A: We have $$A^T A = M = 
\left[
\begin{array}{cccc}
x_1^2 & x_1 x_2 & 0 & 0 \\
x_1 x_2 & x_2^2 & 0 & 0 \\
0 & 0 &x_1^2 & x_1 x_2  \\
0 & 0 &x_1 x_2 & x_2^2  \\
\end{array}
\right]$$
We will try to write this as $M = CB$, where $B$ is a $2*4$ matrix of constants, and $C$ is a $4*2$ matrix of constants and variables. I applied a transpose to the original problem in order to switch $B$ and $C$, because it's easier to have the right matrix be the matrix of constants. (ie. you have $ M = M^{t} = B^{t}C^{t}$, where $B^{t}$ would be your original $B$ . However, I work with its transpose).

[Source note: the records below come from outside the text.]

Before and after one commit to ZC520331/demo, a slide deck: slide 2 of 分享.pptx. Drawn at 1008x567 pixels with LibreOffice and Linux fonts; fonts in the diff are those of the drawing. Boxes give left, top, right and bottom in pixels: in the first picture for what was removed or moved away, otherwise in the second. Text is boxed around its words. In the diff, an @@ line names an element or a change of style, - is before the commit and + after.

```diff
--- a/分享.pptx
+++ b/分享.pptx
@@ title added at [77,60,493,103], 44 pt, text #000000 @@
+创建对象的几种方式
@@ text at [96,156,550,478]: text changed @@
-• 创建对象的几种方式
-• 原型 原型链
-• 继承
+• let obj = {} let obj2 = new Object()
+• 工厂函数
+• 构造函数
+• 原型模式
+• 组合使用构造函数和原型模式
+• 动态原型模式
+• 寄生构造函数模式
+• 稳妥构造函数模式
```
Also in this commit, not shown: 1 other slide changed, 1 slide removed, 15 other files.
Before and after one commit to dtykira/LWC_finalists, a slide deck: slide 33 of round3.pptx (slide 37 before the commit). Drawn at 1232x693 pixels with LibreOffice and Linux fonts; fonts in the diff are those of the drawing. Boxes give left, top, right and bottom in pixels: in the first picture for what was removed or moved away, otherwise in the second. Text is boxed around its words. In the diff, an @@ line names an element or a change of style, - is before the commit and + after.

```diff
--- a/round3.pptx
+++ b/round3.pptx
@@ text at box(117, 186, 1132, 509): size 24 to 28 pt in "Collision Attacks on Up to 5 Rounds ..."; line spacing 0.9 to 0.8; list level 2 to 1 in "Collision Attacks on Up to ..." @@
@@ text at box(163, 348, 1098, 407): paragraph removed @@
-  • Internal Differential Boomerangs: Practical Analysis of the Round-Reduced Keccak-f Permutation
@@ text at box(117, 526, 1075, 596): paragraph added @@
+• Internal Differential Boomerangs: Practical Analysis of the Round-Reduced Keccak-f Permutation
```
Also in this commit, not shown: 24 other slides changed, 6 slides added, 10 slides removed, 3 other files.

Now, because $B$ is a $2*4$ matrix of constants, it has a constant kernel of dimension at least $2$. There exists at least $2$ constant linearly independent vectors $v_{1}$, $v_{2}$, such that $B{v_1} = 0$ and $B{v_2} = 0$ . Eg. if $B=
\left[
\begin{array}{cccc}
1 & 0 & 0 & 0 \\
0 & 1& 0 & 0 
\end{array} \right]$, an example of such vectors would be $v_1 = 
\left[
\begin{array}{c}
0 \\
0 \\
1 \\
0 \\ 
\end{array} \right]$, $v_2 = 
\left[
\begin{array}{c}
0 \\
0 \\
0 \\
1 \\ 
\end{array} \right]$. Regardless of $B$, we can always find such vectors. Now, if $M= CB$, that means $M$ "inherits" the kernel-spanning constant vectors from $B$: there must exist constant linear independent vectors $v_1,v_2$ such that $Mv_1 = 0$ and $Mv_2 = 0$. The kernel of $M$ must always contain this constant subspace of dimension $2$ spanned by $v_1, v_2$.  For $x_1 = 1 $, $x_2 = 0$, then $M$ is
$$ M = 
\left[
\begin{array}{cccc}
1 & 0 & 0 & 0 \\
0  & 0 & 0 & 0 \\
0 & 0 &1 & 0  \\
0 & 0 &0 & 0  \\
\end{array}
\right]$$
and its kernel is spanned by $\left[
\begin{array}{c}
0 \\
0 \\
0 \\
1 \\ 
\end{array} \right], 
\left[
\begin{array}{c}
0 \\
1 \\
0 \\
0 \\ 
\end{array} \right]$ . On the other hand, for $x_1 = 0$, $x_2 = 1$ gives
$$ M = 
\left[
\begin{array}{cccc}
0 & 0 & 0 & 0 \\
0  & 1 & 0 & 0 \\
0 & 0 &0 & 0  \\
0 & 0 &0 & 1  \\
\end{array}
\right]$$ and its kernel is  spanned by  $\left[ \begin{array}{c}
0 \\
0 \\
1 \\
0 \\ 
\end{array} \right], 
\left[
\begin{array}{c}
1 \\
0 \\
0 \\
0 \\ 
\end{array} \right]$. However, these two subspaces are disjoint (except the null space). They cannot both contain linearly independent constant vectors $v_1,v_2$ that span the kernel of $B$ in $M = CB$. Therefore, no decomposition of the form $M=CB$ with $B$ constant $2*4$ matrix exists. The kernel of $M$ "moves too much" for that to happen.